Proof search powers our most advanced programming tools, from type systems, to search tactics for interactive theorem provers, to Datalog-backed program analyses. Although proof search tooling is powerful and now pervasive, debugging it is hard, even for experts. When proof search cannot prove the goal, the programmer’s best source of information is a massive AND–OR graph representing the tool’s internal state during the proof search process. The difficulty of understanding and debugging this vast trace of internal state locks programmers out of exactly the high-assurance automated reasoning tools we want them to adopt.

We propose a new formulation of proof search debugging, which: (i) views AND–OR graphs as a partial representations of the underlying proof system, (ii) treats debugging as a process of applying modifications to this proof system, and (iii) uses a debugging tool to solicit these modifications until the resulting proof system proves the original goal.
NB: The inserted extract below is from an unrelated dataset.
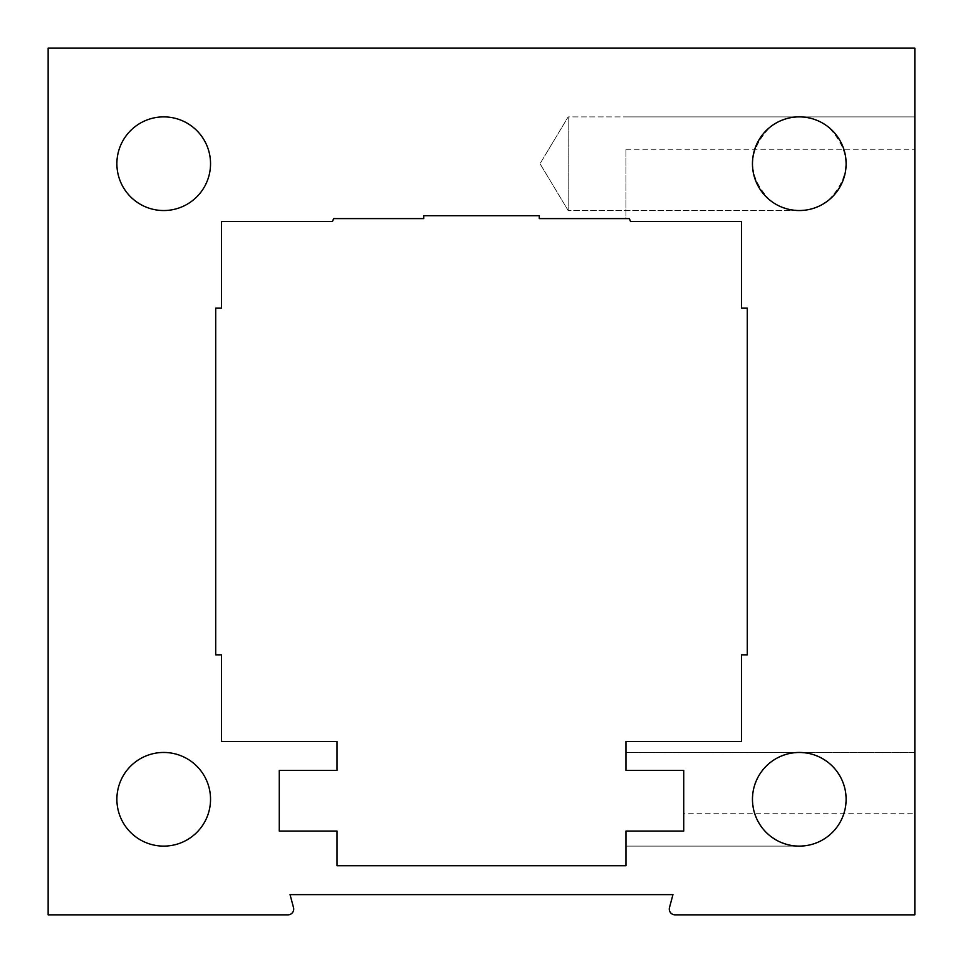 <?xml version="1.0" encoding="UTF-8"?>
<svg xmlns="http://www.w3.org/2000/svg" width="963" height="963" viewBox="0 0 963 963"><rect width="100%" height="100%" fill="white"/><g stroke="black" fill="none" stroke-linecap="round" stroke-linejoin="round"><path stroke-width="0.72" stroke-dasharray="4.82 3.61" d="M683.73 770.4L683.73 831.069L683.73 770.4L683.73 813.735L683.73 770.4L625.95 770.4L683.73 770.4L625.95 770.4L625.95 741.51L741.51 741.51L625.95 741.51L625.95 770.4L683.73 770.4L625.95 770.4L625.95 741.51L741.51 741.51L741.51 654.84L747.288 654.84L747.288 308.16L747.288 654.84L741.51 654.84L741.51 741.51L741.51 654.84L747.288 654.84L747.288 308.16L741.51 308.16L747.288 308.16L741.51 308.16L741.51 221.49L741.51 308.16L741.51 221.49L630.5 221.49L629.393 218.601L630.5 221.49L741.51 221.49L630.5 221.49L629.393 218.601L625.95 218.601L625.95 149.265L625.95 218.601L629.393 218.601L539.28 218.601L539.28 215.712L423.72 215.712L423.72 218.601L333.607 218.601L332.5 221.49L221.49 221.49L221.49 308.16L215.712 308.16L215.712 654.84L221.49 654.84L221.49 741.51L337.05 741.51L337.05 770.4L279.27 770.4L279.27 831.069L337.05 831.069L337.05 865.737L625.95 865.737L625.95 831.069L683.73 831.069L625.95 831.069L625.95 846.116L625.95 831.069L625.95 846.116L625.95 831.069L683.73 831.069L683.73 770.4L683.73 831.069L683.73 770.4L625.95 770.4L683.73 770.4M568.17 116.884L568.17 210.536L568.17 116.884L568.17 210.536L568.17 116.884L625.95 116.884L568.17 116.884L540.026 163.71L568.17 210.536L540.026 163.71L568.17 116.884M799.29 116.884L792.645 117.354L784.014 119.448L775.925 123.12L770.4 126.851C746.819 151.42 746.819 176 770.4 200.569L775.925 204.3L784.014 207.972L792.645 210.066L799.29 210.536A46.826 46.826 0 0 0 843.552 148.434A46.826 46.826 0 0 0 770.4 126.851A46.826 46.826 0 0 0 799.29 210.536L805.935 210.066L814.566 207.972L822.655 204.3L828.18 200.569C851.761 176 851.761 151.42 828.18 126.851L822.655 123.12L814.566 119.448L805.935 117.354L799.29 116.884A46.826 46.826 0 0 1 846.116 163.71A46.826 46.826 0 0 1 799.29 210.536A46.826 46.826 0 0 1 752.464 163.71A46.826 46.826 0 0 1 799.29 116.884L625.95 116.884L914.85 116.884L914.85 210.536L914.85 116.884L914.85 210.536L914.85 116.884L799.29 116.884L788.866 118.052L778.971 121.519L770.087 127.092L762.672 134.507L757.099 143.391L753.632 153.286L752.464 163.71L753.632 174.134L757.099 184.029L762.672 192.913L770.087 200.328L778.971 205.901L788.866 209.368L799.29 210.536L809.714 209.368L819.609 205.901L828.493 200.328L835.908 192.913L841.481 184.029L844.948 174.134L846.116 163.71L844.948 153.286L841.481 143.391L835.908 134.507L828.493 127.092L819.609 121.519L809.714 118.052L799.29 116.884M163.71 846.116A46.826 46.826 0 0 0 210.536 799.29A46.826 46.826 0 0 0 163.71 752.464A46.826 46.826 0 0 0 116.884 799.29A46.826 46.826 0 0 0 163.71 846.116A46.826 46.826 0 0 1 116.884 799.29A46.826 46.826 0 0 1 163.71 752.464A46.826 46.826 0 0 1 210.536 799.29A46.826 46.826 0 0 1 163.71 846.116A46.826 46.826 0 0 0 210.536 799.29A46.826 46.826 0 0 0 163.71 752.464A46.826 46.826 0 0 0 116.884 799.29A46.826 46.826 0 0 0 163.71 846.116M163.71 210.536A46.826 46.826 0 0 0 210.536 163.71A46.826 46.826 0 0 0 163.71 116.884A46.826 46.826 0 0 0 116.884 163.71A46.826 46.826 0 0 0 163.71 210.536A46.826 46.826 0 0 1 116.884 163.71A46.826 46.826 0 0 1 163.71 116.884A46.826 46.826 0 0 1 210.536 163.71A46.826 46.826 0 0 1 163.71 210.536A46.826 46.826 0 0 0 210.536 163.71A46.826 46.826 0 0 0 163.71 116.884A46.826 46.826 0 0 0 116.884 163.71A46.826 46.826 0 0 0 163.71 210.536M799.29 752.464A46.826 46.826 0 0 1 846.116 799.29A46.826 46.826 0 0 1 799.29 846.116A46.826 46.826 0 0 1 752.464 799.29A46.826 46.826 0 0 1 799.29 752.464L788.866 753.632L778.971 757.099L770.087 762.672L762.672 770.087L757.099 778.971L753.632 788.866L752.464 799.29L753.632 809.714L757.099 819.609L762.672 828.493L770.087 835.908L778.971 841.481L788.866 844.948L799.29 846.116L809.714 844.948L819.609 841.481L828.493 835.908L835.908 828.493L841.481 819.609L844.948 809.714L846.116 799.29L844.948 788.866L841.481 778.971L835.908 770.087L828.493 762.672L819.609 757.099L809.714 753.632L799.29 752.464L788.866 753.632L778.971 757.099L770.087 762.672L762.672 770.087L757.099 778.971L753.632 788.866L752.464 799.29L753.632 809.714L757.099 819.609L762.672 828.493L770.087 835.908L778.971 841.481L788.866 844.948L799.29 846.116A46.826 46.826 0 0 0 839.844 775.877A46.826 46.826 0 0 0 758.736 775.877A46.826 46.826 0 0 0 799.29 846.116L809.714 844.948L819.609 841.481L828.493 835.908L835.908 828.493L841.481 819.609L844.948 809.714L846.116 799.29L844.948 788.866L841.481 778.971L835.908 770.087L828.493 762.672L819.609 757.099L809.714 753.632L799.29 752.464L625.95 752.464L914.85 752.464L914.85 846.116L914.85 752.464L914.85 846.116L914.85 752.464L799.29 752.464M669.478 907.579L672.956 894.627L290.044 894.627L293.522 907.579A5.778 5.778 0 0 1 287.937 914.85L48.15 914.85L48.15 48.15L914.85 48.15L914.85 914.85L675.063 914.85A5.778 5.778 0 0 1 669.478 907.579M683.73 831.069L625.95 831.069L683.73 831.069M914.85 813.735L914.85 149.265L914.85 813.735L683.73 813.735M799.29 210.536A46.826 46.826 0 0 0 839.844 140.297A46.826 46.826 0 0 0 758.736 140.297A46.826 46.826 0 0 0 799.29 210.536L568.17 210.536L799.29 210.536M799.29 846.116A46.826 46.826 0 0 0 839.844 775.877A46.826 46.826 0 0 0 758.736 775.877A46.826 46.826 0 0 0 799.29 846.116L625.95 846.116L799.29 846.116M625.95 149.265L914.85 149.265"/><path stroke-width="1.44" d="M672.956 894.627L669.478 907.579A5.778 5.778 0 0 0 675.063 914.85L914.85 914.85L914.85 48.15L48.15 48.15L48.15 914.85L287.937 914.85A5.778 5.778 0 0 0 293.522 907.579L290.044 894.627L672.956 894.627M337.05 831.069L279.27 831.069L279.27 770.4L337.05 770.4L337.05 741.51L221.49 741.51L221.49 654.84L215.712 654.84L215.712 308.16L221.49 308.16L221.49 221.49L332.5 221.49L333.607 218.601L423.72 218.601L423.72 215.712L539.28 215.712L539.28 218.601L629.393 218.601L630.5 221.49L741.51 221.49L741.51 308.16L747.288 308.16L747.288 654.84L741.51 654.84L741.51 741.51L625.95 741.51L625.95 770.4L683.73 770.4L683.73 831.069L625.95 831.069L625.95 865.737L337.05 865.737L337.05 831.069M163.71 846.116A46.826 46.826 0 0 0 204.264 775.877A46.826 46.826 0 0 0 123.156 775.877A46.826 46.826 0 0 0 163.71 846.116M799.29 846.116A46.826 46.826 0 0 0 839.844 775.877A46.826 46.826 0 0 0 758.736 775.877A46.826 46.826 0 0 0 799.29 846.116M799.29 210.536A46.826 46.826 0 0 0 839.844 140.297A46.826 46.826 0 0 0 758.736 140.297A46.826 46.826 0 0 0 799.29 210.536M163.71 210.536A46.826 46.826 0 0 0 204.264 140.297A46.826 46.826 0 0 0 123.156 140.297A46.826 46.826 0 0 0 163.71 210.536"/></g></svg>

This approach unifies decades of ad-hoc strategies in a single general-purpose framework and is applicable to the diverse range of programming tools that use proof search. Our framework can express existing “why-not” debugging strategies as well as new strategies, and we evaluate such strategies on 284 AND–OR graphs. We find that a strategy that enforces a property called Strong Soundness reduces the number of decisions by 1.4×–3.2× compared to an unsound baseline, and a new property we call Strong Completeness Modulo Observability enables pruning to further reduce decisions by 1.0×–2.8× for an overall reduction of 2.0×–3.8×.